--- Aim of the exercise ---
From the data below, repeat exactly the lines from the line with "on the relationship score" to the line with "self.relationship_score += random.randint(1, 10)", both included.

(Stored entries)
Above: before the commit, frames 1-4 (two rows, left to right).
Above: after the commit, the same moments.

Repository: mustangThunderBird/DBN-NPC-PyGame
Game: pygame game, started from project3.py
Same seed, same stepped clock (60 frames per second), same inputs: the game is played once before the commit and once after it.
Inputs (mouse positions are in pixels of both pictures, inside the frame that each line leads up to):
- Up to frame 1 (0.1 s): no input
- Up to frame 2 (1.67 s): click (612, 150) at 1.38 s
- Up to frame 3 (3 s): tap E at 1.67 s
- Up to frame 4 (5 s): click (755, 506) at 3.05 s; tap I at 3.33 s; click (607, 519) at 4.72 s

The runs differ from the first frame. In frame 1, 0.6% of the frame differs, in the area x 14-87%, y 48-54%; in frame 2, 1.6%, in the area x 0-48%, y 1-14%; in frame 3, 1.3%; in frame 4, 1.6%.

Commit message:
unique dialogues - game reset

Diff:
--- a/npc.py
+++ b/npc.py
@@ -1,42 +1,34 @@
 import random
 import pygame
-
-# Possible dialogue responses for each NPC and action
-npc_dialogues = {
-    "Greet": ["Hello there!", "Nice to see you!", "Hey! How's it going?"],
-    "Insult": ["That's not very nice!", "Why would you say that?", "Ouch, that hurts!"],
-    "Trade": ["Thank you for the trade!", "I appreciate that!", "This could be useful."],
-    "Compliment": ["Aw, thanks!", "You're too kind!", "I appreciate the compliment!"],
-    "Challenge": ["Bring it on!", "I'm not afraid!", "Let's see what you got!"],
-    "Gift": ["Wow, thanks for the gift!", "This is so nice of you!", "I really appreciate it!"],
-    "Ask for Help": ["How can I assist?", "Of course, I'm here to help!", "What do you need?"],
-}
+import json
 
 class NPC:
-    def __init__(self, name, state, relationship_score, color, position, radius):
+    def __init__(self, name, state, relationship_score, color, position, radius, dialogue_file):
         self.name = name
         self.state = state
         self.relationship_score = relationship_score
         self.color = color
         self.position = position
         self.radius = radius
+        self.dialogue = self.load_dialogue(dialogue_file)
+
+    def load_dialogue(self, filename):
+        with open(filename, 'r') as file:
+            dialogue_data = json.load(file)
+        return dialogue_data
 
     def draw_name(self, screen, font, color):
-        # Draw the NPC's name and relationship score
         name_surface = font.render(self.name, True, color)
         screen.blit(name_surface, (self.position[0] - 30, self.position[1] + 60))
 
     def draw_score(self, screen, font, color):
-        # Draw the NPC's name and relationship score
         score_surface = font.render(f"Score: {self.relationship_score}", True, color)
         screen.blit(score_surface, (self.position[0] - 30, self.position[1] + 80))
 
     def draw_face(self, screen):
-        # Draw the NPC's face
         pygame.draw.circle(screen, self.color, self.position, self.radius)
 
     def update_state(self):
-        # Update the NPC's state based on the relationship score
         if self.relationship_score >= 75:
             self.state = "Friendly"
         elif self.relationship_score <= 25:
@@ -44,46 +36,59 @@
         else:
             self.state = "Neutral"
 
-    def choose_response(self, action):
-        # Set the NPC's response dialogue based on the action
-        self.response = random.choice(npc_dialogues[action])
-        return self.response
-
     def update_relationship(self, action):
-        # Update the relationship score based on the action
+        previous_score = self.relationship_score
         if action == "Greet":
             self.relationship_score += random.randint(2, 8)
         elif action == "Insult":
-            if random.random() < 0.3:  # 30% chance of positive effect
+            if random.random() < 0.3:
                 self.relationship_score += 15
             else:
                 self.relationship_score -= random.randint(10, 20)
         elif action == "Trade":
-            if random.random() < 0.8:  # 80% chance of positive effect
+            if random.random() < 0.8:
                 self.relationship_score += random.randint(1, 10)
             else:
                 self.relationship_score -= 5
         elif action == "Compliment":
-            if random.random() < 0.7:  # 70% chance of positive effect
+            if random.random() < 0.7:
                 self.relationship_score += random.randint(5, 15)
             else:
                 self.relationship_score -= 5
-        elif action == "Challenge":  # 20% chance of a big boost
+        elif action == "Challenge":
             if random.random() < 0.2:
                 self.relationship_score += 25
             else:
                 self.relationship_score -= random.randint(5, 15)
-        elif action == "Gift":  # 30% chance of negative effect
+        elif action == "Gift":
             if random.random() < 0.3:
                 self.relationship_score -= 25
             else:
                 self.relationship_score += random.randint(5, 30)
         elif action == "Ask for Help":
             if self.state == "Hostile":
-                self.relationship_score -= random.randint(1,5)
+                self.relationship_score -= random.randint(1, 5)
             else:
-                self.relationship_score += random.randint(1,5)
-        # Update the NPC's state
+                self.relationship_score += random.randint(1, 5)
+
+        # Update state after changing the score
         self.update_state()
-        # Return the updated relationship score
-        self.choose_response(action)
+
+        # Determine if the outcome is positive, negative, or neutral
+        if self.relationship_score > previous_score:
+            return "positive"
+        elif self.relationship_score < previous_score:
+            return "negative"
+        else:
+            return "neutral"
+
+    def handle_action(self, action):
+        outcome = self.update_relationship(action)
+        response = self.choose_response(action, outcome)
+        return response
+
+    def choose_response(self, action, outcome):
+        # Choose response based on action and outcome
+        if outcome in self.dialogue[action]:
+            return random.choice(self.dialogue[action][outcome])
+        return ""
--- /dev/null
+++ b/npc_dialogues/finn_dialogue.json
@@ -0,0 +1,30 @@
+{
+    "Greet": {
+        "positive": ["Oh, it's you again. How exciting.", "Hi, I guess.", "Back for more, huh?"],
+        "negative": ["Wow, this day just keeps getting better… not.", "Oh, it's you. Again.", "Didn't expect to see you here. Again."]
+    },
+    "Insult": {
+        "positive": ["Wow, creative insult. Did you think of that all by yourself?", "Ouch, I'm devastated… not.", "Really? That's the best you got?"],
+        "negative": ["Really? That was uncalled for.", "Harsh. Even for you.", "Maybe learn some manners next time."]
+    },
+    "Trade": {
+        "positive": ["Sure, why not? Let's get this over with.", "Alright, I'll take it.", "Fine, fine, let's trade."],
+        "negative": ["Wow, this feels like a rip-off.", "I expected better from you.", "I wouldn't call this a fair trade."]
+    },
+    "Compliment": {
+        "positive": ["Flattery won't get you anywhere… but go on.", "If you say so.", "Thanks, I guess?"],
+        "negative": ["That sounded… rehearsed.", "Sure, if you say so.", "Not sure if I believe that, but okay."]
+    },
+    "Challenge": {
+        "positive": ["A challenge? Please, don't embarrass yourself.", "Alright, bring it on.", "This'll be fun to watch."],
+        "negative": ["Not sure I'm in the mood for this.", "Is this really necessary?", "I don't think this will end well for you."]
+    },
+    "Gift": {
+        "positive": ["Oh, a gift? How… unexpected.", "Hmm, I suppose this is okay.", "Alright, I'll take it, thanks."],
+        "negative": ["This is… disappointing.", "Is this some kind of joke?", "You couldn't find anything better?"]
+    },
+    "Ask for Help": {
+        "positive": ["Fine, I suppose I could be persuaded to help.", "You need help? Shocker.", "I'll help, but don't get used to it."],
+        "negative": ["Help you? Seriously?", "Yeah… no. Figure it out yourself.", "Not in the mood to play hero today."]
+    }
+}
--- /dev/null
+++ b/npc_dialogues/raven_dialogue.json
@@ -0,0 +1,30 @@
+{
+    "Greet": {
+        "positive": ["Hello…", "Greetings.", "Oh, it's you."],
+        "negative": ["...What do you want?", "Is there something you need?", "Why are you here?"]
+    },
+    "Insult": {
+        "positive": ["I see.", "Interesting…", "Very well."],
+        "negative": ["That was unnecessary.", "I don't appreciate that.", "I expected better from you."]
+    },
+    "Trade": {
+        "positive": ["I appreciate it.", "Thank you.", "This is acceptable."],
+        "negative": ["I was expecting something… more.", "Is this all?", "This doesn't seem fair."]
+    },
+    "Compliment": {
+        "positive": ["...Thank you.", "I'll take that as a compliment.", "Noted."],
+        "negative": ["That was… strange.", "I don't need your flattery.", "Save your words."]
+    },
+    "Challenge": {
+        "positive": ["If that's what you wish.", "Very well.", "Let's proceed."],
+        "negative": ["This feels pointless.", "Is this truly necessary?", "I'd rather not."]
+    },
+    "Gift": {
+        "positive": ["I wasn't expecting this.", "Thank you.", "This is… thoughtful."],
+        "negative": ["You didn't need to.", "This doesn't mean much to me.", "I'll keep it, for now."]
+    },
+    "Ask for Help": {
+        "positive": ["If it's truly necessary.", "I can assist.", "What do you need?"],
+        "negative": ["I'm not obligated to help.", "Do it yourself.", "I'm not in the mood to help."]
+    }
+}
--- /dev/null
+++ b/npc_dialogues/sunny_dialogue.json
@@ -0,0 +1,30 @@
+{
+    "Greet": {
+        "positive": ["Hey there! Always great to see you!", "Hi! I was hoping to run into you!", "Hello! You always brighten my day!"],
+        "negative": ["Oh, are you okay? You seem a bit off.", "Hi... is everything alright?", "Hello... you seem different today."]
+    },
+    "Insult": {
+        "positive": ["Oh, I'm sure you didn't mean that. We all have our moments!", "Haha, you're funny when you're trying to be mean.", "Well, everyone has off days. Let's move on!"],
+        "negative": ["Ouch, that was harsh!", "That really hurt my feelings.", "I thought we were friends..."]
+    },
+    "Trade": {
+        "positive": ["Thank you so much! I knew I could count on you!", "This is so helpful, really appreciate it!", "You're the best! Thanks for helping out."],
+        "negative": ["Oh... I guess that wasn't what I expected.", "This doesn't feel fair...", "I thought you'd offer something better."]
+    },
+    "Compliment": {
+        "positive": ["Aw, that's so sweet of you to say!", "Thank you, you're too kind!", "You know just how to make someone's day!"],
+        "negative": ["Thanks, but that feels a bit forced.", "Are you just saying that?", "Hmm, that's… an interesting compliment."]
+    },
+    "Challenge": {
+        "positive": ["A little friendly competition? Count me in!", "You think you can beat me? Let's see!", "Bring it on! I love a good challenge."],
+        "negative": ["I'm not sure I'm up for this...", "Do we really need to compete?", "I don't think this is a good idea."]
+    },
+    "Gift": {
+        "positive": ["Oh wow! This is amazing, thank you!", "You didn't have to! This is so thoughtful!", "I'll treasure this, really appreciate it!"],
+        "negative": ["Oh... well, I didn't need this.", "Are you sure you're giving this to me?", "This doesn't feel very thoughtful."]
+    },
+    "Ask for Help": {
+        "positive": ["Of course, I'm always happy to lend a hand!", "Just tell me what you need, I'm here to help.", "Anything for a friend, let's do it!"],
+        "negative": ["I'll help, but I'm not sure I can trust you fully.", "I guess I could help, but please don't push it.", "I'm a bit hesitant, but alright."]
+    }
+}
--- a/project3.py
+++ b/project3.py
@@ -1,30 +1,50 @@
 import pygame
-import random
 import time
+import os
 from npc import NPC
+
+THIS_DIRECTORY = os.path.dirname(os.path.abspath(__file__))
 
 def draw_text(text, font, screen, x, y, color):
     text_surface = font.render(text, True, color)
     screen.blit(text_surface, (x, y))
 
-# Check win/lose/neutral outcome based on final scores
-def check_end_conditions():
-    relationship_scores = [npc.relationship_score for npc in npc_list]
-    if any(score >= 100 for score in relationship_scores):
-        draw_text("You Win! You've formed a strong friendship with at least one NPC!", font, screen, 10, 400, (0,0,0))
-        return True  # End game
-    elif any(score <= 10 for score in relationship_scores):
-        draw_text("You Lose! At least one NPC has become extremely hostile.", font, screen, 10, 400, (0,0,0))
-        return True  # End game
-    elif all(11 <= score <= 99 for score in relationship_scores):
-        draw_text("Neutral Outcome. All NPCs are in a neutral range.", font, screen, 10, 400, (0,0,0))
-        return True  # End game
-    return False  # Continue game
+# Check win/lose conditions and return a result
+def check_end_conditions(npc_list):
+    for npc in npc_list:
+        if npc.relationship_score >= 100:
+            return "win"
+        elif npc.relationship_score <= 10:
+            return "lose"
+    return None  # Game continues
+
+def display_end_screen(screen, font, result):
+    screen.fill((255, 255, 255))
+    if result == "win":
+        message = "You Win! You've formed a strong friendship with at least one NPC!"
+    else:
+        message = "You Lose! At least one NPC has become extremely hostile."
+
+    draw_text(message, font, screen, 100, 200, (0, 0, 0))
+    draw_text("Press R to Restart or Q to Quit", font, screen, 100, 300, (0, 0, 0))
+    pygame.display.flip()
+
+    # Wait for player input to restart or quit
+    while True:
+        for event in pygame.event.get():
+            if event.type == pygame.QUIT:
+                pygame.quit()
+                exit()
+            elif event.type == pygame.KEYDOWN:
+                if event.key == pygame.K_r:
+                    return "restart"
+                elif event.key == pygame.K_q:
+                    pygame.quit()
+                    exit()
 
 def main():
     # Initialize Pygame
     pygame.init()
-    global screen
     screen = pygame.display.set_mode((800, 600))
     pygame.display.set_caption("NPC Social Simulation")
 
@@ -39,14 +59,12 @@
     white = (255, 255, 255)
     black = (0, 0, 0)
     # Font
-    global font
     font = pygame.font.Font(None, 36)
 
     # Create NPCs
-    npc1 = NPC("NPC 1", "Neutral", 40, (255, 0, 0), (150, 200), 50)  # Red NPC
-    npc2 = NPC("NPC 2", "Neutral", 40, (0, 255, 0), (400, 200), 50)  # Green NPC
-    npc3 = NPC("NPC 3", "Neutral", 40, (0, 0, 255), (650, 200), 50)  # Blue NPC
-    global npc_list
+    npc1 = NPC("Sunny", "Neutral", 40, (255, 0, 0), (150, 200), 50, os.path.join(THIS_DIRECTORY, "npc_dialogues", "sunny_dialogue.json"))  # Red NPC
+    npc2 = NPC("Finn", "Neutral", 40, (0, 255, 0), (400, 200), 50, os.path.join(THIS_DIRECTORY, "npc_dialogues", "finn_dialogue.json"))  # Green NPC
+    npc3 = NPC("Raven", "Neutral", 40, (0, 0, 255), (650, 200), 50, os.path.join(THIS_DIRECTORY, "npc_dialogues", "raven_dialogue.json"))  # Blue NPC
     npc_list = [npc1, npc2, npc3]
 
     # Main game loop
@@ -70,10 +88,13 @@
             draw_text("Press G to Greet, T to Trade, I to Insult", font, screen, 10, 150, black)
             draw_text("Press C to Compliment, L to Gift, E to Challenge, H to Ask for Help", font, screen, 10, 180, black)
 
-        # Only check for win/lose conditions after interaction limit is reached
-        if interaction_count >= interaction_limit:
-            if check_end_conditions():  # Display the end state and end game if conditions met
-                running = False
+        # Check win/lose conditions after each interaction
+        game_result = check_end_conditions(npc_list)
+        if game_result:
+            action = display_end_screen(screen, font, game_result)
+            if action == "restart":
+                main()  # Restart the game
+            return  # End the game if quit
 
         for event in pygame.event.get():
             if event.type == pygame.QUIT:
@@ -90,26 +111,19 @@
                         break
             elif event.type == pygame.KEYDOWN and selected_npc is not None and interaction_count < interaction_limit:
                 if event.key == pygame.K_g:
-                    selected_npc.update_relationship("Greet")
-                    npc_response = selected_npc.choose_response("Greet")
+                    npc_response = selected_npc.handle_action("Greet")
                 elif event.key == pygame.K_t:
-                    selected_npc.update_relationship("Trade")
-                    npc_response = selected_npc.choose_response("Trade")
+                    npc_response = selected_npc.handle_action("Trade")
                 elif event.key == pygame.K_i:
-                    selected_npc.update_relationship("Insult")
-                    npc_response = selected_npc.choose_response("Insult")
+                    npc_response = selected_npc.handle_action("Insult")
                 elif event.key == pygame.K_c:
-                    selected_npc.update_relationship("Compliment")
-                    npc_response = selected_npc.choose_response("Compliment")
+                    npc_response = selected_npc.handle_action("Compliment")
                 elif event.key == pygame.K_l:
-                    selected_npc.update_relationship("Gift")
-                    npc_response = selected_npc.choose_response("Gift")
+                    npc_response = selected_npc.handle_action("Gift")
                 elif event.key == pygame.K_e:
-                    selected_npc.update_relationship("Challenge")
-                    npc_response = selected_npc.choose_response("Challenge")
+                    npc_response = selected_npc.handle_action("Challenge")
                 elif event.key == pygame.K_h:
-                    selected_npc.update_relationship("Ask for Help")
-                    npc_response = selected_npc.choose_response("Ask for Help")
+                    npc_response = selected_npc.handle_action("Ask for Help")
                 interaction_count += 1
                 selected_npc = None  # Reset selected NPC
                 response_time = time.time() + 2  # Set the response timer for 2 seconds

--- Problem solution ---
-        # Update the NPC's state based on the relationship score
         if self.relationship_score >= 75:
             self.state = "Friendly"
         elif self.relationship_score <= 25:
@@ -44,46 +36,59 @@
         else:
             self.state = "Neutral"
 
-    def choose_response(self, action):
-        # Set the NPC's response dialogue based on the action
-        self.response = random.choice(npc_dialogues[action])
-        return self.response
-
     def update_relationship(self, action):
-        # Update the relationship score based on the action
+        previous_score = self.relationship_score
         if action == "Greet":
             self.relationship_score += random.randint(2, 8)
         elif action == "Insult":
-            if random.random() < 0.3:  # 30% chance of positive effect
+            if random.random() < 0.3:
                 self.relationship_score += 15
             else:
                 self.relationship_score -= random.randint(10, 20)
         elif action == "Trade":
-            if random.random() < 0.8:  # 80% chance of positive effect
+            if random.random() < 0.8:
                 self.relationship_score += random.randint(1, 10)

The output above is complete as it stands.